Aber ist nicht Blumenbergs Weigerung, eine Kurzfassung seiner Neuzeitdeutung zu bieten, wie sie jedes Werklexikon nicht unversucht lassen wird,42 lediglich Ausdruck der Eitelkeit eines Autors, der jeden einzelnen seiner Gedanken für wichtig hält? Wenn ein philosophischer Entwurf aus begründeten Argumenten besteht, warum soll dann keine systematische Zuspitzung möglich sein? Ist nicht vieles an einem philosophischen Text Beiwerk, Stilblüte und seitenfüllendes Zugeständnis an die Üblichkeiten von Textproduktionen? Man mag beim Gedanken an den Verzicht auf jede Umständlichkeit und als Inbegriff eines ›schlackenfreien‹ Textes Wittgensteins Tractatus logico-philosophicus vor Augen haben – Blumenbergs Bücher bieten das Gegenteil: Sie sind umfangreich und umwegig, ja mitunter maßlos bis zur Unhöflichkeit gegenüber dem Leser. Das beginnt schon mit den Inhaltsverzeichnissen, die sich der raschen Auskunft über die behandelten Themen verweigern und somit ihren üblichen Dienst nur bedingt erfüllen. Nur der kundige Leser wird bei der Kapitelüberschrift »Im Fliegenglas« aus dem Buch Höhlenausgänge erraten, dass es dort um Wittgenstein geht. Alle übrigen haben das Kapitel erst zu lesen, bevor sich ihnen der Sinn der Überschrift erschließt. Dabei kann der Zusammenhang auch äußerst lose sein: »Vor Realschulmännern« heißt ein Kapitel aus demselben Buch, und es handelt von Ernst Mach – der am 16. April 1886 vor der Versammlung des deutschen Realschulmännervereins in Dortmund einen Vortrag hielt. In dem Buch Die Lesbarkeit der Welt lautet die Überschrift eines Kapitels »Tendenzen bei Annäherung an das neunzehnte Jahrhundert« – kein weiterer Hinweis darauf, dass es darin um das ungeheuerliche Buchprojekt der französischen Encyclopédie geht. Oder, als ein weiteres Beispiel, der vierte Teil von Arbeit am Mythos: Wenngleich es sich mit der dortigen Goethe-Interpretation um den Kern dieses Buches handelt, taucht der Name des Protagonisten in den Kapitelüberschriften nicht auf! Carl Schmitt hat in einem Akt nachholender Ausdrücklichkeit in seinem Exemplar handschriftlich gleich den Titel des ganzen Buches entsprechend geändert: Arbeit am Goethe-Mythos,43 so hätte nach ihm das Buch heißen müssen.

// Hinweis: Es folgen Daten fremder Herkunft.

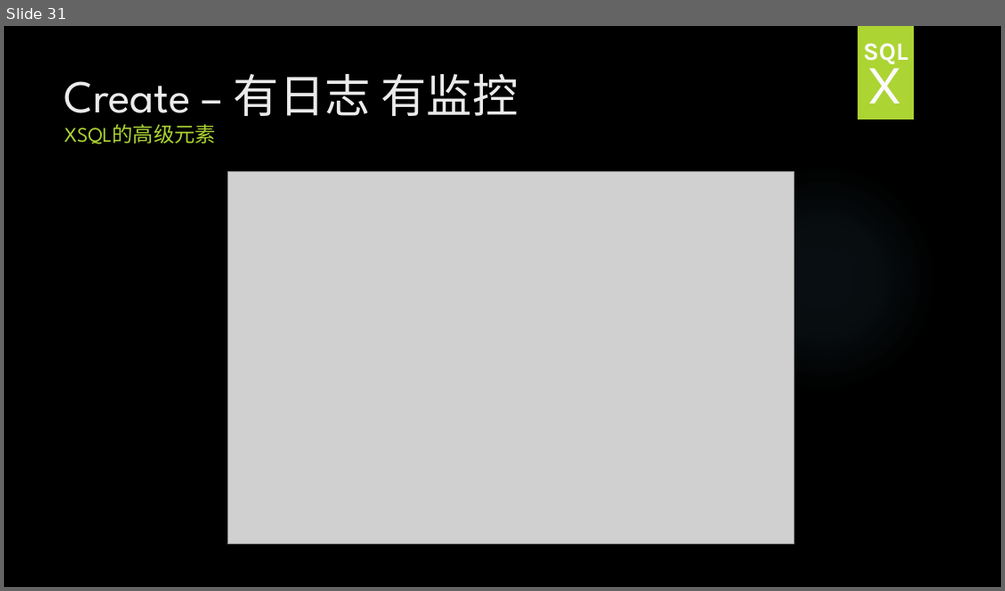
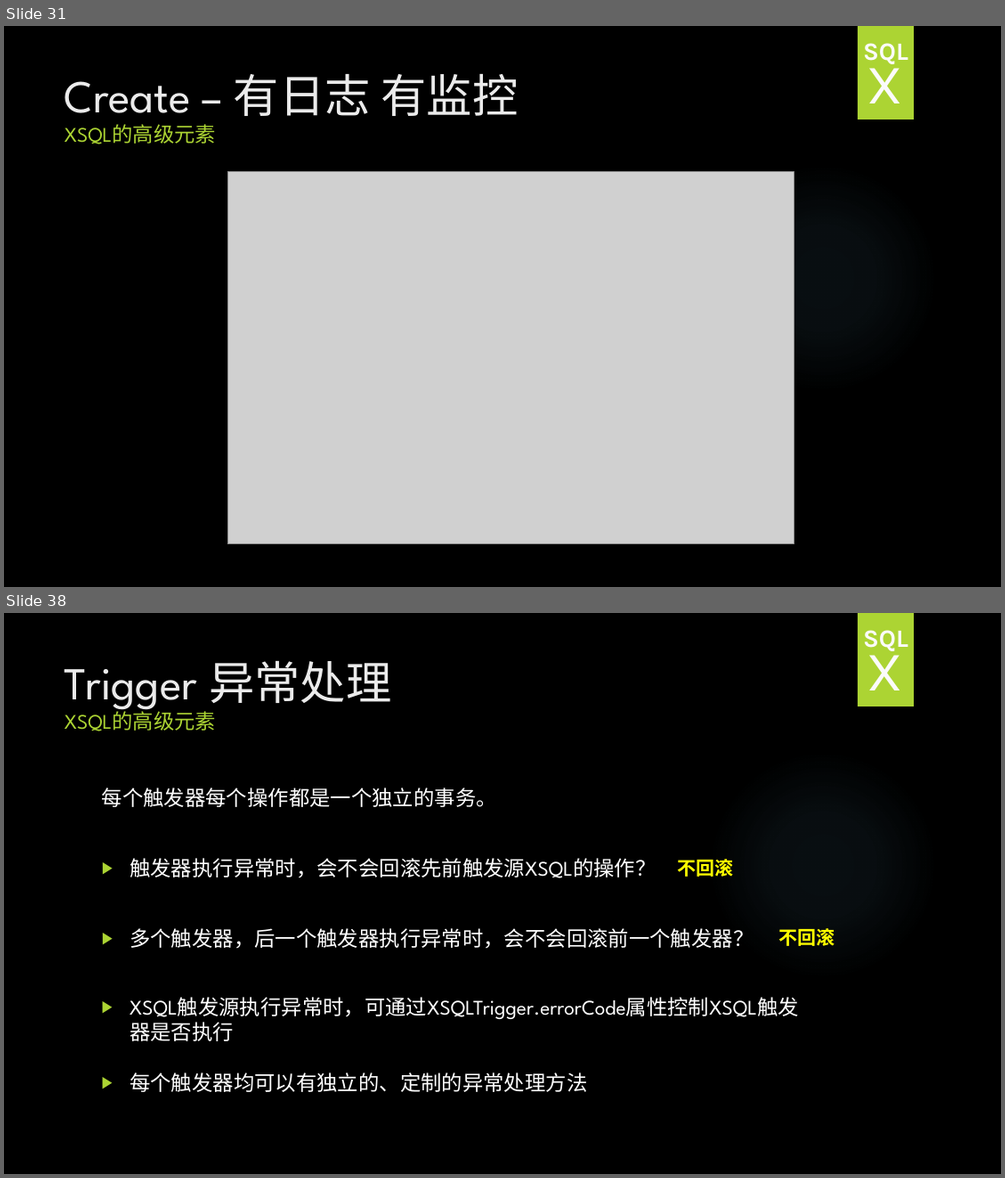
Before and after one commit to HY-ZhengWei/hy.common.XJava, a slide deck: doc/XSQL技术交流.pptx. Shown one above the other, each under a label of ours: slide 31 before the commit, slides 31 and 38 after it; the slides between them are not shown. The pictures are 1005x591 and 1005x1178 pixels, drawn with LibreOffice and Linux fonts; fonts in the diff are those of the drawing; grey boxes stand for pictures; background and template pictures are left out. Boxes give left, top, right and bottom in pixels: in the first picture for what was removed or moved away, otherwise in the second. Text is boxed around its words. In the diff, an @@ line names an element or a change of style, - is before the commit and + after.

```diff
--- a/doc/XSQL技术交流.pptx
+++ b/doc/XSQL技术交流.pptx
@@ slide 38 added at (x1=4, y1=613, x2=1001, y2=1174), background picture (left out); not listed: 2 template elements that a slide beside it also shows @@
@@ text added at (x1=863, y1=630, x2=908, y2=651), 24 pt, text pattern #EBEBEB on #FBFBFB, bold @@
+SQL
@@ title added at (x1=65, y1=661, x2=391, y2=731), 44 pt, text #EBEBEB @@
+Trigger 异常处理
+XSQL的高级元素
@@ text added at (x1=867, y1=640, x2=903, y2=690), 54 pt, text pattern #EBEBEB on #FBFBFB @@
+X
@@ text added at (x1=102, y1=787, x2=753, y2=949), 20 pt, text #FFFFFF @@
+每个触发器每个操作都是一个独立的事务。
+▶ 触发器执行异常时，会不会回滚先前触发源XSQL的操作？
+▶ 多个触发器，后一个触发器执行异常时，会不会回滚前一个触发器？
@@ text added at (x1=677, y1=859, x2=733, y2=876), 18 pt, text #FFFF00, bold @@
+不回滚
@@ text added at (x1=778, y1=928, x2=834, y2=946), 18 pt, text #FFFF00, bold @@
+不回滚
@@ text added at (x1=129, y1=997, x2=798, y2=1019), 20 pt, text #FFFFFF @@
+▶ XSQL触发源执行异常时，可通过XSQLTrigger.errorCode属性控制XSQL触发器是否执行
@@ text added at (x1=129, y1=1072, x2=587, y2=1092), 20 pt, text #FFFFFF @@
+▶ 每个触发器均可以有独立的、定制的异常处理方法
```
Also in this commit, not shown: 4 slides changed, 9 other slides added.

Was mit den Inhaltsverzeichnissen als Verrätselung beginnt, setzt sich in Blumenbergs Büchern als Ganzes fort. Sie bieten weder zu Beginn einen Ausblick auf das in ihnen Gebotene, noch fasst ein Resümée dem Leser den Ertrag zusammen. Odo Marquard hat angesichts der weit ausgreifenden Relektüren der Geistesgeschichte, die oftmals auf Hunderten von Seiten von der Antike bis in die Gegenwart führen, wertschätzend von »als gelehrte Wälzer getarnten Problemkrimis«44 gesprochen. Doch diese versuchte Nobilitierung verrät einen untergründigen Apologiebedarf: Blumenbergs Bücher, vor allem die in Rede stehenden großen Studien zur Geschichte des Denkens, sind schwer zu lesen. Seinen Erfolg beim Lesepublikum und in den Feuilletons verdankt Blumenberg vor allem den späteren essayistischen Bänden, etwa in der Bibliothek Suhrkamp. Dem idealtypischen Meisterwerk seiner philosophischen Kunst der Interpretation, der annähernd achthundert Seiten starken Genesis der kopernikanischen Welt, wurde dagegen nur ein bescheidener Erfolg zuteil. Im Grunde war das Buch ein publizistischer Misserfolg. Man braucht einen langen Atem, um in diesen Wälzern nicht stecken zu bleiben, da sie die Aufmerksamkeitsspanne des Lesers zu überfordern drohen. Man muss es nicht als Studentenschelte verstehen, wenn ich darauf hingewiesen habe, dass sich Blumenbergs Bücher kaum für den heutigen akademischen Seminarbetrieb eignen. Sie sind in der gegenwärtigen philosophischen Lehre so gut wie nicht präsent. Karl Löwith hat davon gesprochen, man habe sich durch Blumenbergs »komplizierte Denk- und Schreibweise«45 regelrecht durchzuarbeiten. Und Dieter Henrich hat Blumenbergs Bücher als Werke bezeichnet, die »durch ein gewaltiges Arsenal von Kenntnissen zu schwer erschließbaren Massiven hochgesteigert«46 worden sind. Um in der Metapher zu bleiben: Bei der Lektüre droht dem Leser in der Steilwand des Denkens der Absturz.